Вот такая - с мужем, дитём, с лошадками по субботам?
Короткие встречи, когда среди чужих пуховиков вдруг видишь силуэт, от которого ком в горле. Зима промозгла, но бросает в жар, и в трепет, и в юность.
Присесть в кофейне на краешек стула, ловить запах, словить тахикардию, пробраться пальцами под рукав. Дома вспоминать прикосновение его ладони, чуть шершавой у большого пальца. Дочка спросит - мама, ты где? Тут я, тут. Задумалась о всяком.
Наносить на внутреннюю карту города отели, рестораны, парковки. Как новую нейронную сеть поверх обветшалой - ту, что брызжет эндорфинами, а ещё истомой и болью.
Любить с остервенением, поражаясь, на что способно тело. Превратиться в сплошной сенсор; становиться то гусеницей, то бабочкой, то большой крылатой птицей.

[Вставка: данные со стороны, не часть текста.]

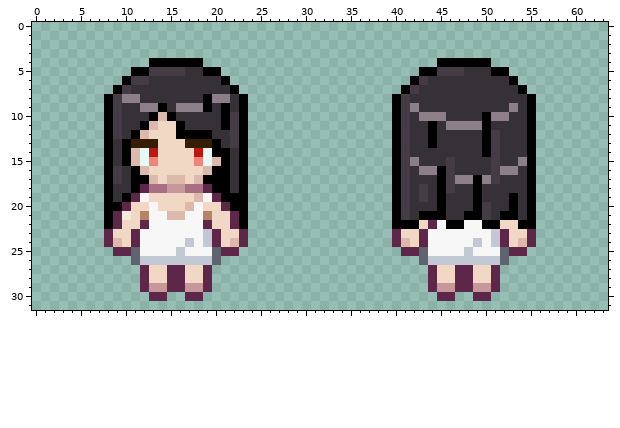
Two states of a pixel-art sprite, Assets/Sprites/BlackHair.png. The picture above is the old version.
The file is 64x32 pixels.
The same view after the edit:
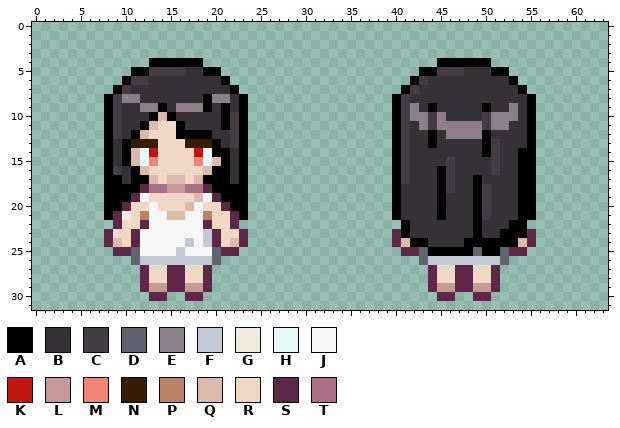
Palette (. is transparent): A #000000  B #353136  C #443b44  D #5e636f  E #8d7f8a  F #c2c9d4  G #f2eade  H #e5f9f8  J #f7f7f7  K #be1712  L #c7989a  M #f18476  N #381d06  P #b88365  Q #ddb9ac  R #f0d8c5  S #5e2749  T #a96e83
From the commit log: 調整黑髮背影
Changes in this commit:
@@ x 0..63 @@
  8 ........ACEEBBBBBBBAEEBA................ACBBBBBBBBBBBBBA........
- 9 ........ACBBEEABEEEABABA................ACEBBBBBBBBBBEBA........
-10 ........ACBBBAQABBBBBACA................ACBEEEBBBBAEEBBA........
-11 ........ACBBAQRRABBBBACA................ACBBABEEEEABBBBA........
-12 ........ACBAQRRRAAAABBCA................ACBBABBBBBACBBBA........
+ 9 ........ACBBEEABEEEABABA................ACEBABBBBBABBEBA........
+10 ........ACBBBAQABBBBBACA................ACEECEBBBBCEEEBA........
+11 ........ACBBAQRRABBBBACA................ACBECEEEEECEEBBA........
+12 ........ACBAQRRRAAAABBCA................ACBBABEEEEABBBBA........
 13 ........ABANNNRRRNNNABCA................ACBBABBBBBACBBBA........
-14 ........ABAQHKRRRRKHAABA................ACBBBBBBBBACBBBA........
-15 ........ABAQHMRRRRMHQABA................ACEBBBCBBBBCBBEA........
-16 ........ACBAQRRRRRRQAABA................ACBEEACBBBBCEEBA........
-17 ........ACBAAQRQQRQAAABA................ACBBBACEEAECBBBA........
-18 ........ABBASTTLLTTSAABA................ACBCBACBBABBBBBA........
-19 ........ABASJRRRRRQJSAAA................ACBCBABBBABBBABA........
-20 ........AASRRJRRRQJRRSAA................ACBBBABBBACBBABA........
-21 ........ASGRPJJQQJJPRRSA................ACBAAABBAACBAABA........
-22 ........ASRRSJJJJJJSRRSA................AAARSJAAJJAARRAA........
-23 ........SRRSJJJJJJJFSRRS................SRRSJJJJJJJFSRRS........
-24 ........SQRSJJJJJFJFSRQS................SQRSJJJJJFJFSRQS........
-25 .........SSDJJJJFJJJDSS..................SSDJJJJFJJJDSS.........
+14 ........ABAQHKRRRRKHAABA................ACBBBBBBBBACBBAA........
+15 ........ABAQHMRRRRMHQABA................ACBBBBCBBBBCBBAA........
+16 ........ACBAQRRRRRRQAABA................ACBBBACBBBBCBBAA........
+17 ........AABAAQRQQRQAAABA................ACBBBACBBABBBBAA........
+18 ........AAAASTTLLTTSAAAA................ABBBBACBBACBBBAA........
+19 ........AAASJRRRRRQJSAAA................ABBBBABBBACBBBAA........
+20 ........AASRRJRRRQJRRSAA................ABBBBABBBACBBBAA........
+21 ........ASGRPJJQQJJPRRSA................ABBBBABBBACBBBAA........
+22 .........SRRSJJJJJJSRRS..................ABBBBBBBABBBAA.........
+23 ........SRRSJJJJJJJFSRRS................SABBBBBBBABBAAAS........
+24 ........SQRSJJJJJFJFSRQS................SQAABBBBAAAAAAQS........
+25 .........SSDJJJJFJJJDSS..................SSDAAAAADAADSS.........
 26 ...........DFFFFFFFFD......................DFFFFFFFFD...........
Where, in picture pixels (left, top, right, bottom), the same in both pictures:
changed: (392, 103, 536, 256)
changed: (104, 175, 131, 229)
changed: (230, 184, 248, 229)

Видеть чудесные сны, где мир распахнут навстречу, и всё-то можно, и всем хорошо. Проснуться в темноте, чтобы услышать мерное дыхание вины, чувствуя себя одновременно палачом и жертвой.
Хватать телефон. Отпускать телефон. Дрожать, каменеть, пританцовывать. Дать себе зарок остановиться. Немедленно продолжить, с отчаянием и восторгом.

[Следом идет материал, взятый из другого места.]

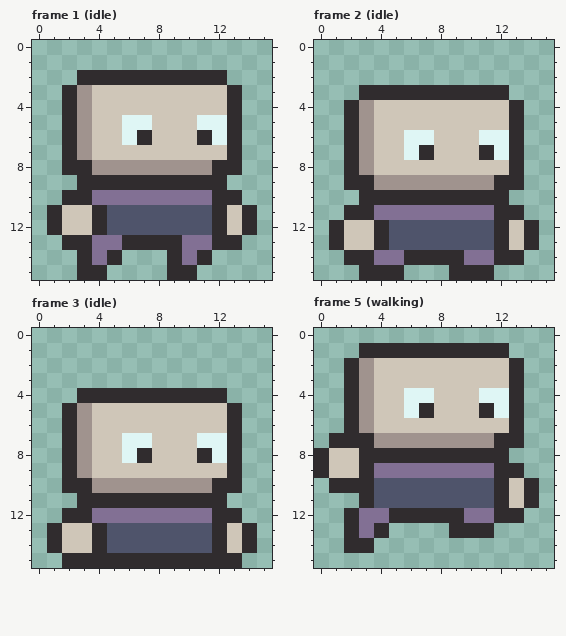
Pixel-art file -- Source/Witch.aseprite. Above: the version before the commit.
16x16 pixels, 8 frames. Shown: frame 1 (idle), frame 2 (idle), frame 3 (idle), frame 5 (walking). The commit also changed other frames, which this record leaves out.
Now the later version:
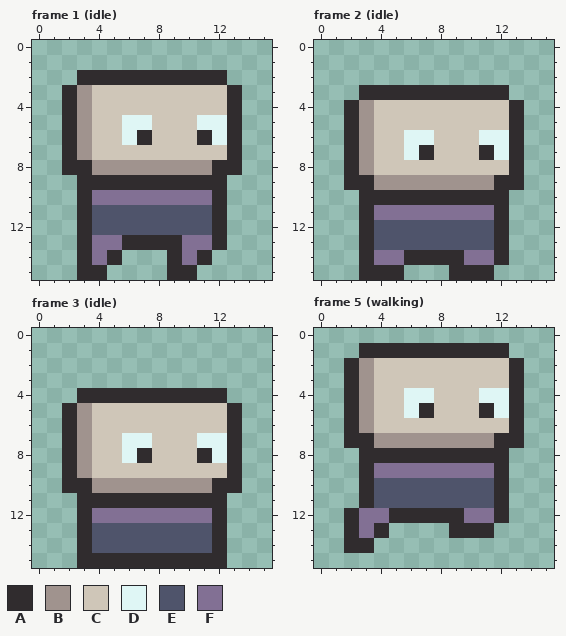
Palette (. is transparent): A #302c2e  B #a0938e  C #cfc6b8  D #dff6f5  E #4f546b  F #827094
The exact change:
layer "hands" now hidden
--- frame 1 (idle)
@@ x 0..15 @@
  9 ...AAAAAAAAAA...
-10 ..AAFFFFFFFFAA..
-11 .ACCAEEEEEEEACA.
-12 .ACCAEEEEEEEACA.
-13 ..AAFFAAAAFFAA..
+10 ...AFFFFFFFFA...
+11 ...AEEEEEEEEA...
+12 ...AEEEEEEEEA...
+13 ...AFFAAAAFFA...
 14 ...AFA...AFA....
--- frame 2 (idle)
@@ x 0..15 @@
 10 ...AAAAAAAAAA...
-11 ..AAFFFFFFFFAA..
-12 .ACCAEEEEEEEACA.
-13 .ACCAEEEEEEEACA.
-14 ..AAFFAAAAFFAA..
+11 ...AFFFFFFFFA...
+12 ...AEEEEEEEEA...
+13 ...AEEEEEEEEA...
+14 ...AFFAAAAFFA...
 15 ...AAA...AAA....
--- frame 3 (idle)
@@ x 0..15 @@
 11 ...AAAAAAAAAA...
-12 ..AAFFFFFFFFAA..
-13 .ACCAEEEEEEEACA.
-14 .ACCAEEEEEEEACA.
-15 ..AAAAAAAAAAAA..
+12 ...AFFFFFFFFA...
+13 ...AEEEEEEEEA...
+14 ...AEEEEEEEEA...
+15 ...AAAAAAAAAA...
--- frame 5 (walking)
@@ x 0..15 @@
  6 ..ABCCCCCCCCCA..
- 7 .AAABBBBBBBBAA..
- 8 ACCAAAAAAAAAA...
- 9 ACCAFFFFFFFFAA..
-10 .AAAEEEEEEEEACA.
-11 ...AEEEEEEEEACA.
-12 ..AFFAAAAAFFAA..
+ 7 ..AABBBBBBBBAA..
+ 8 ...AAAAAAAAAA...
+ 9 ...AFFFFFFFFA...
+10 ...AEEEEEEEEA...
+11 ...AEEEEEEEEA...
+12 ..AFFAAAAAFFA...
 13 ..AFA....AAA....
Where, in picture pixels (left, top, right, bottom), the same in both pictures:
changed: (47, 190, 107, 250)
erased: (227, 190, 257, 250)
changed: (329, 205, 389, 265)
erased: (509, 205, 539, 265)
changed: (47, 508, 107, 568)
erased: (227, 508, 257, 568)
erased: (314, 433, 359, 493)
erased: (509, 463, 539, 523)

Всё бессмысленно, говорить себе в тысячный раз. Прекрасные сюжеты не прорастают сквозь трещины на фундаменте. Ты можешь бежать быстро-быстро, попутно разрушая самое дорогое, но прибежишь только к старой себе. Старой, скучной, до донышка разочарованной. Оно того не стоит.
Или стоит?
И дом станет маленьким и тесным, и стены - видящими насквозь, и даже детские игрушки, и те станут глядеть с ожиданием: кого, мол, ты выбираешь - нас или не нас?
Не дай мне бог влюбиться, когда я уже с лошадками. Потому что тогда придётся отрезать от себя кусок, в котором больше всего жизни.